On the Chinese workers in Russia, the Russian government has agreed to discuss improvements with the embassy. Over several days I have met with the various organisations for joint discussions. Due to the political reforms, most consider submitting to my request to establish a contract. Shortly thereafter [unsure of name – ed.] said they heard that Beijing has planned a unified contract. As soon as a draft of that contract had been received, after due consideration of the circumstances, further clarification and discussion could take place. Now, if Beijing does have a unified contract planned, it would be best to take this opportunity to consult the regulations for Russian workers and discuss it with them, since their social groups are exuberantly proclaiming egalitarianism.Telegram from Liu Jingren, 11 May 1917 (sent 8 May). Zhong-e guanxi shiliao, Minguo jiunian zhi banian (1917-1919). E zhengbian yu yiban jiaoshe (1), p. 95.
The Foreign Ministry responded in kind, with a terse note of approval.
With the Russian workers in power, one can indeed take the opportunity to discuss and change how labourers are protected. Most crucial is that wages and treatment should be identical to those of Russian workers. The Ministry will send a sample draft contract separately.Telegram to Liu Jingren, 16 May 1917. Zhong-e guanxi shiliao, Minguo jiunian zhi banian (1917-1919). E zhengbian yu yiban jiaoshe (1), p. 96.
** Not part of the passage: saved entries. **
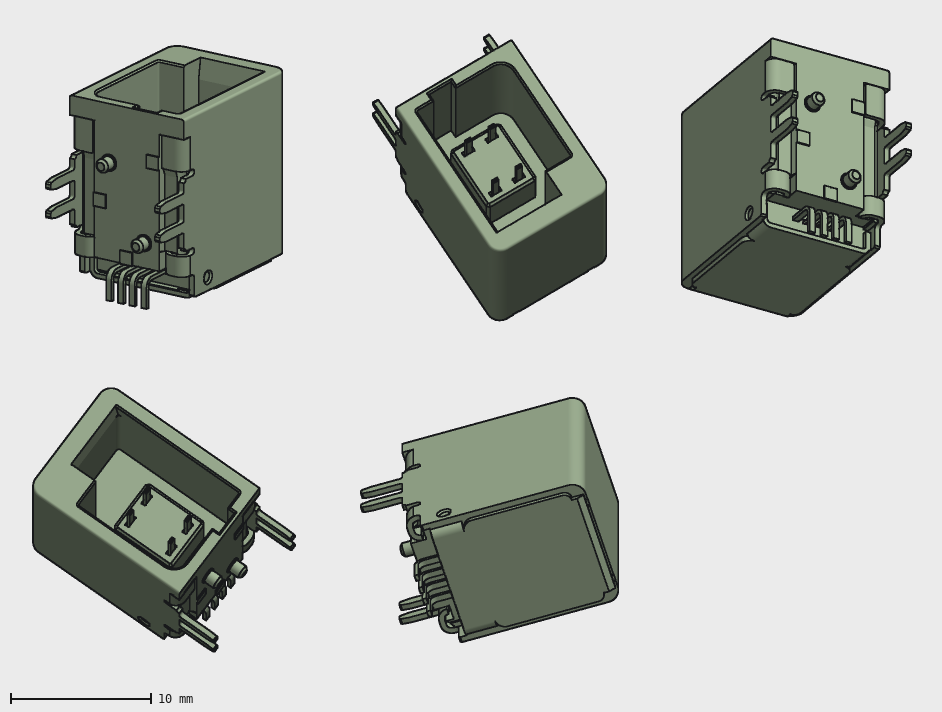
import cadquery as cq

half_width = 4.9
depth = 13.4
height = 13.81
back_corner_radius = 0.99
top_edge_radius = 0.2
wall = 0.43
inner_half = half_width - wall

flange_z = 12.3
plate_half = 2.79
plate_bottom_z = 1.95
groove_depth = 0.53
groove_pad_depth = 0.38
groove_pad_z = 9.59
groove_slope_z = 9.1
groove_corner_radius = 0.5
groove_draft = 0.13
pad_size = 1.02
pad_height = 0.12
pads = [(plate_half - pad_size / 2, 10.1), (pad_size / 2 - plate_half, 6.37), (0, 2.43)]

peg_spots = [(-1.5, 9.35), (1.5, 3.86)]
peg_radius = 0.51
peg_length = 1.1
peg_chamfer = 0.2
peg_collar_radius = 0.61

tab_radius = 0.82
upper_tab_z = (9.75, flange_z)
upper_tab_face_y = 0.05
upper_tab_end_x = 2.95
upper_tab_corner = 0.13
lower_tab_z = (1.77, 3.32)
lower_tab_face_y = 0.12
lower_tab_end_x = 2.89
curl_pocket_depth = 1.15
curl_pocket_outer_x = 3.9
curl_pocket_top_z = 3.38
slot_width = 0.48
slot_end_y = 1.34
slot_mouth_radius = 0.25
step_radius = 0.3
wall_foot_chamfer = 0.13

board_pin_z = [7.85, 5.68]
board_pin_width = 0.8
board_pin_length = 16.5 - depth
board_pin_taper_y = 2.33
board_pin_tip_width = 0.5
board_pin_tip_chamfer = 0.12
board_pin_root_radius = 0.2

dimple_y = 3.12
dimple_z = 1.0
dimple_radius = 0.53
dimple_floor_radius = 0.38
dimple_depth = 0.15

lower_face_y = 2.31
cover_half = 4.44
cover_thickness = 0.41
saddle_thickness = 0.36
saddle_top_z = 1.44
saddle_front_y = 1.93
saddle_back_y = 4.27
saddle_radius = 0.66
cover_back_y = 12.36
cover_front_radius = 0.76
cover_back_radius = 0.55
lip_end_y = 13.23
lip_chamfer_y = 0.48
lip_chamfer_z = 0.3
ledge_half = 2.92
ledge_top_z = 0.12
ledge_length = 0.18
gap_width = 0.5
gap_front_width = 0.95
gap_bottom_z = -0.02
gap_height = 0.12

cavity_half = 3.9
cavity_front_y = 0.84
cavity_back_y = 11.93
cavity_step_x = -1.6
cavity_step_y = 9.88
cavity_front_radius = 1.24
cavity_corner_radius = 0.25
rim_chamfer = 0.13
cavity_floor_z = 3.96
key_x = (0.33, 2.45)
key_front_y = 0.25
lead_in_depth = 1.58
lead_in_inset = 0.25

island_x = (-2.1, 2.1)
island_y = (2.75, 7.89)
island_top_z = 7.42
island_chamfer = 0.2
contact_x = [-0.99, 0.99]
contact_y = [3.53, 7.15]
contact_slot = (0.89, 0.33)
contact_slot_depth = 1.32
contact_width = 0.46
contact_thickness = 0.25
contact_tip_z = 9.74
contact_tip_chamfer = 0.07

tail_x = [-1.5, -0.48, 0.48, 1.5]
tail_width = 0.46
tail_thickness = 0.28
tail_top_z = 1.2
tail_front_y = -0.07
tail_bottom_z = height - 14.9
tail_radius = 0.73
tail_pocket_x = [-0.48, 1.5]
tail_pocket = (0.82, 0.31)
tail_pocket_depth = 0.33


def box(x, y, z):
    """Box between two limits on each axis."""
    corner = cq.Workplane("XY").box(x[1] - x[0], y[1] - y[0], z[1] - z[0], centered=False)
    return corner.translate((x[0], y[0], z[0]))


def both_sides(shape):
    """The shape at +X joined with its mirror image at -X."""
    return shape.union(shape.mirror("YZ"))


def side_plate(outline):
    """Thickness of one +X shell wall, given a closed outline of local Y and Z."""
    return outline.extrude(wall)


def make_envelope():
    body = box((-half_width, half_width), (0, depth), (0, height))
    body = body.edges("|Z and >Y").fillet(back_corner_radius)
    return body.faces(">Z").edges("not(<Y)").fillet(top_edge_radius)


def make_grooves():
    """Recesses beside the centre plate, with a rounded outer body corner and a shallower upper end."""
    profile = (
        cq.Workplane("XY")
        .moveTo(plate_half, 0)
        .lineTo(inner_half, 0)
        .lineTo(inner_half, groove_depth + groove_corner_radius)
        .radiusArc((inner_half - groove_corner_radius, groove_depth), -groove_corner_radius)
        .lineTo(plate_half + groove_draft, groove_depth)
        .close()
    )
    groove = profile.extrude(flange_z)
    pad = (
        cq.Workplane("YZ")
        .moveTo(groove_depth, groove_slope_z)
        .lineTo(groove_pad_depth, groove_pad_z)
        .lineTo(groove_pad_depth, flange_z)
        .lineTo(groove_depth, flange_z)
        .close()
        .extrude(inner_half - groove_corner_radius - plate_half)
        .translate((plate_half, 0, 0))
    )
    pocket = box(
        (plate_half, curl_pocket_outer_x), (0, curl_pocket_depth), (plate_bottom_z, curl_pocket_top_z)
    )
    return both_sides(groove.cut(pad).union(pocket))


def make_wall_cuts():
    """Openings in the front edges of the side walls: tab gaps, slots, lower step and foot."""
    wall_x = (inner_half, half_width)
    cuts = box(wall_x, (0, tab_radius), (0, lower_tab_z[1]))
    cuts = cuts.union(box(wall_x, (0, tab_radius), upper_tab_z))
    step = box(wall_x, (-slot_end_y, slot_end_y), (-lower_tab_z[0], lower_tab_z[0]))
    cuts = cuts.union(step.edges("|X and >Y and >Z").fillet(step_radius))

    foot = (
        cq.Workplane("YZ", origin=(inner_half, 0, 0))
        .moveTo(slot_end_y, 0)
        .lineTo(slot_end_y + wall_foot_chamfer, 0)
        .lineTo(slot_end_y, wall_foot_chamfer)
        .close()
    )
    cuts = cuts.union(side_plate(foot))

    for tab_edge_z, direction in ((upper_tab_z[0], -1), (lower_tab_z[1], 1)):
        far_z = tab_edge_z + direction * slot_width
        mid_z = tab_edge_z + direction * slot_width / 2
        mouth_z = far_z + direction * slot_mouth_radius
        slot = (
            cq.Workplane("YZ", origin=(inner_half, 0, 0))
            .moveTo(0, tab_edge_z)
            .lineTo(slot_end_y - slot_width / 2, tab_edge_z)
            .threePointArc((slot_end_y, mid_z), (slot_end_y - slot_width / 2, far_z))
            .lineTo(slot_mouth_radius, far_z)
            .radiusArc((0, mouth_z), -direction * slot_mouth_radius)
            .close()
        )
        cuts = cuts.union(side_plate(slot))
    return both_sides(cuts)


def make_upper_tab():
    """Tab bent from the side wall across the groove."""
    inner_radius = tab_radius - wall
    bend_x = half_width - tab_radius
    bend_y = upper_tab_face_y + tab_radius
    tab = (
        cq.Workplane("XY", origin=(0, 0, upper_tab_z[0]))
        .moveTo(half_width, bend_y)
        .radiusArc((bend_x, upper_tab_face_y), tab_radius)
        .lineTo(upper_tab_end_x, upper_tab_face_y)
        .lineTo(upper_tab_end_x, upper_tab_face_y + wall)
        .lineTo(bend_x, upper_tab_face_y + wall)
        .radiusArc((half_width - wall, bend_y), -inner_radius)
        .close()
        .extrude(upper_tab_z[1] - upper_tab_z[0])
    )
    return both_sides(tab.edges("|Y and <X").fillet(upper_tab_corner))


def make_lower_tab():
    """Tab bent from the side wall and curled back into the body."""
    inner_radius = tab_radius - wall
    bend_x = half_width - tab_radius
    curl_x = lower_tab_end_x + tab_radius
    bend_y = lower_tab_face_y + tab_radius
    tab = (
        cq.Workplane("XY", origin=(0, 0, lower_tab_z[0]))
        .moveTo(half_width, bend_y)
        .radiusArc((bend_x, lower_tab_face_y), tab_radius)
        .lineTo(curl_x, lower_tab_face_y)
        .radiusArc((lower_tab_end_x, bend_y), tab_radius)
        .lineTo(lower_tab_end_x + wall, bend_y)
        .radiusArc((curl_x, lower_tab_face_y + wall), -inner_radius)
        .lineTo(bend_x, lower_tab_face_y + wall)
        .radiusArc((half_width - wall, bend_y), -inner_radius)
        .close()
        .extrude(lower_tab_z[1] - lower_tab_z[0])
    )
    return both_sides(tab)


def make_board_pins():
    """Tapered solder pins in the plane of each side wall, with filleted roots."""
    half = board_pin_width / 2
    tip_half = board_pin_tip_width / 2
    root_half = half + board_pin_root_radius
    pins = cq.Workplane("XY")
    for z in board_pin_z:
        outline = (
            cq.Workplane("YZ", origin=(inner_half, 0, z))
            .moveTo(0, -root_half)
            .radiusArc((-board_pin_root_radius, -half), -board_pin_root_radius)
            .lineTo(-board_pin_taper_y, -half)
            .lineTo(-board_pin_length, -tip_half)
            .lineTo(-board_pin_length, tip_half)
            .lineTo(-board_pin_taper_y, half)
            .lineTo(-board_pin_root_radius, half)
            .radiusArc((0, root_half), -board_pin_root_radius)
            .close()
        )
        pin = side_plate(outline).edges("|X and <Y").chamfer(board_pin_tip_chamfer)
        pins = pins.union(pin)
    return both_sides(pins)


def make_dimples():
    """Shallow tapered dimples in the outside of the side walls."""
    dimple = (
        cq.Workplane("YZ", origin=(half_width - dimple_depth, dimple_y, dimple_z))
        .circle(dimple_floor_radius)
        .workplane(offset=dimple_depth)
        .circle(dimple_radius)
        .loft()
    )
    return both_sides(dimple)


def make_lower_opening():
    """Room in front of the lower body face, down to the saddle."""
    inner = cover_half - saddle_thickness
    floor_z = saddle_thickness - cover_thickness
    opening = box((-inner, inner), (0, lower_face_y), (floor_z, plate_bottom_z))
    opening = opening.edges("|Y and <Z").fillet(saddle_radius - saddle_thickness)
    front = box((-inner_half, inner_half), (0, saddle_front_y), (floor_z, lower_tab_z[0]))
    above = box((-inner_half, inner_half), (0, lower_face_y), (saddle_top_z, lower_tab_z[0]))
    return opening.union(front).union(above)


def make_saddle():
    """U-shaped front of the bottom cover."""
    saddle_y = (saddle_front_y, saddle_back_y)
    saddle = box((-cover_half, cover_half), saddle_y, (-cover_thickness, saddle_top_z))
    return saddle.edges("|Y and <Z").fillet(saddle_radius)


def make_cover():
    """Bottom cover with a chamfered rear lip."""
    cover_z = (-cover_thickness, 0)
    plate = box((-cover_half, cover_half), (saddle_back_y, cover_back_y), cover_z)
    plate = plate.edges("|Z and <Y").fillet(cover_front_radius)
    plate = plate.edges("|Z and >Y").fillet(cover_back_radius)
    lip_half = cover_half - cover_back_radius
    lip = (
        cq.Workplane("YZ", origin=(-lip_half, 0, 0))
        .moveTo(saddle_back_y, 0)
        .lineTo(lip_end_y, 0)
        .lineTo(lip_end_y, lip_chamfer_z - cover_thickness)
        .lineTo(lip_end_y - lip_chamfer_y, -cover_thickness)
        .lineTo(saddle_back_y, -cover_thickness)
        .close()
        .extrude(2 * lip_half)
    )
    return plate.union(lip)


def make_ledge():
    """Sloped ledge along the foot of the lower body face."""
    floor_z = saddle_thickness - cover_thickness
    return (
        cq.Workplane("YZ", origin=(-ledge_half, 0, 0))
        .moveTo(lower_face_y, floor_z)
        .lineTo(lower_face_y - ledge_length, floor_z)
        .lineTo(lower_face_y, ledge_top_z)
        .close()
        .extrude(2 * ledge_half)
    )


def make_gaps():
    """Narrow passages between the body and the bottom cover, open from front to back."""
    gap_z = (gap_bottom_z, gap_bottom_z + gap_height)
    passage = box((ledge_half, ledge_half + gap_width), (0, depth), gap_z)
    mouth = box((ledge_half, ledge_half + gap_front_width), (0, lower_face_y + gap_width), gap_z)
    return both_sides(passage.union(mouth))


def cavity_outline(inset, back_y, z):
    """Keyed cavity outline at one height, with all but its step side moved inward by the inset."""
    right = cavity_half - inset
    front = cavity_front_y + inset
    step_y = cavity_step_y - inset
    key_left = key_x[0] + inset
    key_right = key_x[1] - inset
    key_front = key_front_y + inset
    front_round = cavity_front_radius - inset
    small_round = cavity_corner_radius - inset
    return (
        cq.Workplane("XY", origin=(0, 0, z))
        .moveTo(front_round - right, front)
        .lineTo(key_left, front)
        .lineTo(key_left, key_front)
        .lineTo(key_right, key_front)
        .lineTo(key_right, front)
        .lineTo(right - small_round, front)
        .radiusArc((right, front + small_round), -small_round)
        .lineTo(right, back_y)
        .lineTo(cavity_step_x, back_y)
        .lineTo(cavity_step_x, step_y)
        .lineTo(small_round - right, step_y)
        .radiusArc((-right, step_y - small_round), -small_round)
        .lineTo(-right, front + front_round)
        .radiusArc((front_round - right, front), -front_round)
        .close()
    )


def make_cavity():
    """Plug cavity with a chamfered rim and a long sloped lead-in along its back wall."""
    wall_y = cavity_back_y - lead_in_inset
    cavity = cavity_outline(rim_chamfer, wall_y, cavity_floor_z).extrude(height - cavity_floor_z)
    cavity = cavity.edges("|Z and >X and >Y").fillet(cavity_corner_radius)
    lead_in = (
        cq.Workplane("YZ", origin=(cavity_step_x, 0, 0))
        .moveTo(wall_y, height - lead_in_depth)
        .lineTo(cavity_back_y, height)
        .lineTo(cavity_step_y, height)
        .lineTo(cavity_step_y, height - lead_in_depth)
        .close()
        .extrude(cavity_half - rim_chamfer - cavity_step_x)
    )
    rim_base_back_y = cavity_back_y - lead_in_inset * rim_chamfer / lead_in_depth
    rim_top = cavity_outline(0, cavity_back_y, height).val()
    rim_base = cavity_outline(rim_chamfer, rim_base_back_y, height - rim_chamfer).val()
    rim = cq.Workplane(cq.Solid.makeLoft([rim_base, rim_top], True))
    return cavity.union(lead_in).union(rim)


def make_island():
    """Bevelled island holding four contacts that stand in slots."""
    island = box(island_x, island_y, (cavity_floor_z, island_top_z))
    island = island.edges("|Z").chamfer(island_chamfer)
    island = island.faces(">Z").edges().chamfer(island_chamfer)
    spots = [(x, y) for x in contact_x for y in contact_y]
    slot_floor_z = island_top_z - contact_slot_depth
    slots = (
        cq.Workplane("XY", origin=(0, 0, slot_floor_z))
        .pushPoints(spots)
        .rect(*contact_slot)
        .extrude(contact_slot_depth)
    )
    contacts = (
        cq.Workplane("XY", origin=(0, 0, slot_floor_z))
        .pushPoints(spots)
        .rect(contact_width, contact_thickness)
        .extrude(contact_tip_z - slot_floor_z)
        .faces(">Z")
        .edges()
        .chamfer(contact_tip_chamfer)
    )
    return island.cut(slots).union(contacts)


def make_pads():
    return cq.Workplane("XZ").pushPoints(pads).rect(pad_size, pad_size).extrude(pad_height)


def make_pegs():
    pegs = cq.Workplane("XZ").pushPoints(peg_spots).circle(peg_radius).extrude(peg_length)
    pegs = pegs.faces("<Y").edges().chamfer(peg_chamfer)
    collars = cq.Workplane("XZ").pushPoints(peg_spots).circle(peg_collar_radius).extrude(pad_height)
    return pegs.union(collars)


def make_tails():
    """Contact tails bent from the lower body face down to the board."""
    inner_radius = tail_radius - tail_thickness
    bend_y = tail_front_y + tail_radius
    bend_z = tail_top_z - tail_radius
    tails = cq.Workplane("XY")
    for x in tail_x:
        tail = (
            cq.Workplane("YZ", origin=(x - tail_width / 2, 0, 0))
            .moveTo(lower_face_y + tail_pocket_depth, tail_top_z)
            .lineTo(bend_y, tail_top_z)
            .radiusArc((tail_front_y, bend_z), -tail_radius)
            .lineTo(tail_front_y, tail_bottom_z)
            .lineTo(tail_front_y + tail_thickness, tail_bottom_z)
            .lineTo(tail_front_y + tail_thickness, bend_z)
            .radiusArc((bend_y, tail_top_z - tail_thickness), inner_radius)
            .lineTo(lower_face_y + tail_pocket_depth, tail_top_z - tail_thickness)
            .close()
            .extrude(tail_width)
        )
        tails = tails.union(tail)
    return tails


def make_tail_pockets():
    """Pockets in the lower body face around every second tail."""
    spots = [(x, tail_top_z - tail_pocket[1] / 2) for x in tail_pocket_x]
    return (
        cq.Workplane("XZ", origin=(0, lower_face_y + tail_pocket_depth, 0))
        .pushPoints(spots)
        .rect(*tail_pocket)
        .extrude(tail_pocket_depth)
    )


body = make_envelope().cut(make_grooves()).cut(make_wall_cuts())
body = body.union(make_cover()).union(make_saddle()).cut(make_lower_opening()).union(make_ledge())
body = body.cut(make_gaps()).cut(make_tail_pockets()).cut(make_dimples())
body = body.cut(make_cavity()).union(make_island())
body = body.union(make_upper_tab()).union(make_lower_tab()).union(make_board_pins())
result = body.union(make_pads()).union(make_pegs()).union(make_tails())

The message from both Liu and the Foreign Ministry is clear: With the socialists now in the ascendancy, the Chinese could harness their rhetoric of equality and labour to protect Chinese wartime workers in Russia. A previous document has shown that the issue of Chinese labourers was of great concern to Liu. He was well aware of their poor wages and working conditions, although powerless to act. The April Crisis furnished an ideal opportunity to rectify matters and enforce employment contracts for all Chinese recruits.
This exchange between Liu and the Ministry demonstrates how Chinese diplomats did not merely “observe and report” on the revolutionary situation. Instead, they perceived the events in Russia as a chance for the Chinese community – if not the nation – to achieve prior goals, from the welfare of migrant workers to the “recovery” of rights and territories seen as “lost” to the Russians. Both men on the spot such as Liu and the government in Beijing shared this sense of opportunism. To that end, the events in Russia collided with Chinese aspirations and agency, with far-reaching consequences outside the borders of Russia itself.